# Pigeon documentary



## maryjane (Jul 15, 2006)

There is a man who is doing a pigeon documentary locally who contacted me a few months ago, wanting to include my birds in the film. I was too busy at the time with family stuff going on, but told him to contact me in a few months. He wrote this week, and the film is almost ready, but he wants to include my birds still. I believe he's coming this week, so I'll let you all know when it's ready. My pijies are very excited to be TV stars.  They're bragging to the blue jays and crows all over the yard.


----------



## TAWhatley (Mar 6, 2001)

That's exciting, Maryjane! Try to be sure we know where to view the piece or buy it. Do you have any idea what the content or direction of this documentary is (pro-pigeon or other)?

Terry


----------



## mr squeaks (Apr 14, 2005)

HOW FUN! Our very own celebrity! Have fun!

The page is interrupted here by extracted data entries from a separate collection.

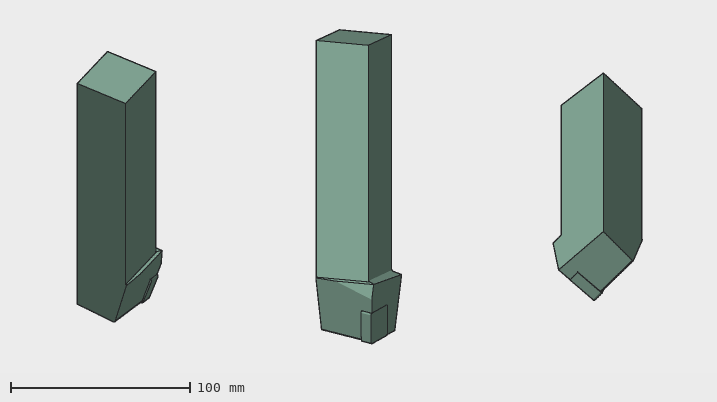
import cadquery as cq
import math

total_height = 171.4
shank_size = 31.9

head_width = 33.5
head_depth = 38.0
ledge_z = 35.0
ledge_angle = 15.0
ledge_fillet = 1.5
side_ledge_z = 35.5
side_ledge_rise = 0.9
head_overrun = 8.5

rake_slope_x = 0.066
rake_slope_z = 0.13
rake_direction = cq.Vector(rake_slope_x, 1, -rake_slope_z)

flank_corner_x = 24.7
flank_corner_z = 4.6
flank_angle = 14.0
end_angle = 5.0
corner_chamfer = 0.7
cut_reach = 51.4

insert_edge = 19.4
insert_angle = 100.0
insert_thickness = 6.3
insert_corner_radius = 1.2
tip_x = 27.5
tip_z = -0.09


def rake_y(x, z):
    """Y of the rake face at the given X and Z."""
    return head_depth - rake_slope_x * x - rake_slope_z * (ledge_z - z)


def make_blank():
    """Shank with the enlarged head, before the end is cut."""
    shank = cq.Workplane("XY").box(shank_size, shank_size, total_height, centered=False)
    ledge_rise = (head_depth - shank_size) * math.tan(math.radians(ledge_angle))
    bottom_depth = rake_y(0, -head_overrun)
    head = (
        cq.Workplane("YZ")
        .moveTo(0, -head_overrun)
        .lineTo(bottom_depth, -head_overrun)
        .lineTo(head_depth, ledge_z)
        .lineTo(shank_size, ledge_z + ledge_rise)
        .lineTo(0, ledge_z + ledge_rise)
        .close()
        .extrude(head_width)
    )
    side_outline = (
        cq.Workplane("XZ")
        .moveTo(0, -head_overrun)
        .lineTo(head_width, -head_overrun)
        .lineTo(head_width, side_ledge_z)
        .lineTo(shank_size, side_ledge_z + side_ledge_rise)
        .lineTo(shank_size, total_height)
        .lineTo(0, total_height)
        .close()
        .extrude(-head_depth)
    )
    blank = shank.union(head).intersect(side_outline)
    middle = shank_size / 2
    root_z = ledge_z + ledge_rise
    root_edge = cq.selectors.NearestToPointSelector((middle, shank_size, root_z))
    return blank.edges("|X").edges(root_edge).fillet(ledge_fillet)


def make_end_envelope():
    """Prism along the rake direction, bounded by the end flank and the side flank."""
    run = cut_reach * math.tan(math.radians(end_angle))
    climb = total_height * math.tan(math.radians(flank_angle))
    end_cut_x = flank_corner_x - corner_chamfer
    end_cut_z = flank_corner_z + corner_chamfer * math.tan(math.radians(end_angle))
    side_cut_x = flank_corner_x + corner_chamfer * math.tan(math.radians(flank_angle))
    side_cut_z = flank_corner_z + corner_chamfer
    outline = [
        (end_cut_x, 0, end_cut_z),
        (side_cut_x, 0, side_cut_z),
        (flank_corner_x + climb, 0, flank_corner_z + total_height),
        (flank_corner_x - cut_reach, 0, flank_corner_z + total_height),
        (flank_corner_x - cut_reach, 0, flank_corner_z + run),
    ]
    wire = cq.Wire.makePolygon([cq.Vector(*point) for point in outline], close=True)
    prism = cq.Solid.extrudeLinear(wire, [], rake_direction * cut_reach)
    upper = cq.Solid.makeBox(
        shank_size, shank_size, total_height, cq.Vector(0, 0, side_ledge_z)
    )
    return cq.Workplane(prism).union(cq.Workplane(upper))


def make_rake_cutter():
    """Block above the rake face of the head."""
    plane = cq.Plane(
        origin=(0, head_depth, ledge_z), xDir=(1, -rake_slope_x, 0), normal=rake_direction.toTuple()
    )
    block = cq.Workplane(plane).rect(2 * total_height, 2 * total_height).extrude(cut_reach)
    below_ledge = cq.Workplane("XY").box(
        total_height, total_height, total_height, centered=(True, True, False)
    ).translate((0, 0, side_ledge_z + side_ledge_rise - total_height))
    return block.intersect(below_ledge)


def make_insert():
    """Rhombic plate with rounded corners, its sides square to the rake face."""
    slope = math.tan(math.radians(end_angle))
    edge_direction = (-1, rake_slope_x + rake_slope_z * slope, slope)
    plane = cq.Plane(
        origin=(tip_x, rake_y(tip_x, tip_z), tip_z),
        xDir=edge_direction,
        normal=rake_direction.toTuple(),
    )
    lean = insert_edge * math.cos(math.radians(insert_angle))
    rise = insert_edge * math.sin(math.radians(insert_angle))
    return (
        cq.Workplane(plane)
        .polyline([(0, 0), (insert_edge, 0), (insert_edge + lean, rise), (lean, rise)])
        .close()
        .extrude(-insert_thickness)
        .edges(cq.selectors.ParallelDirSelector(rake_direction))
        .fillet(insert_corner_radius)
    )


insert = make_insert()
holder = make_blank().intersect(make_end_envelope()).cut(make_rake_cutter()).cut(insert)

result = cq.Compound.makeCompound([holder.val(), insert.val()])

Do let us know how everything goes! GOOD LUCK!


----------



## Reti (Jul 20, 2003)

I will definately want to see that.

Reti


----------



## Skyeking (Jan 17, 2003)

Hi Maryjane,

Oh, how absolutely wonderful! 

Hope your birds don't let it go to their heads. Skye was a little difficult to live with after his very first appearance on TV  , thank goodness it wore off. He will be jealous when he hears about this!


----------



## maryjane (Jul 15, 2006)

TAWhatley said:


> That's exciting, Maryjane! Try to be sure we know where to view the piece or buy it. Do you have any idea what the content or direction of this documentary is (pro-pigeon or other)?
> 
> Terry


Oh, definitely PRO!! He is doing a documentary on pet pigeons and different aviaries, as far as I understand. I don't think I'd be comfortable if it is a film about how some people hate them and some love them. I know it would be good to give OUR side of pigeons....and to show people, but I wouldn't want to be helping him to make a film that also portrayed the (ignorant) "bad" side of pigeons.  So it's all good stuff or nothing! I really don't see how he's planning on getting a film crew into the tent....but I suppose he IS the professional.....this oughta be fun.


----------



## Pigeonpal2002 (Jul 27, 2002)

Hi MaryJane, 

This is good news and that your pigeons are going to be part of something good like this

Yes, please do keep us posted on what happens and when the video is available to be viewed


----------



## Maggie-NC (Jun 22, 2005)

Maryjane, terrific news that a member's birds will be in a documentary. Hope we'll be able to see some clips.


----------



## maryjane (Jul 15, 2006)

Okay.....he's coming at 10:30 today to do the filming! Of course I was just outside doing last minute things to the tent and I turn around and who's sitting in the fresh dish of seed outside the tent? Firefly, the little stinker. Takes after her escape artist Mom (Rokikio). I thought, oh perfect, he can get here and film me running around after this pijie.  But she hopped right back inside so no worries.  I'll let you all know how it goes! Mrs. Bird is ready for her close-up.


----------



## maryjane (Jul 15, 2006)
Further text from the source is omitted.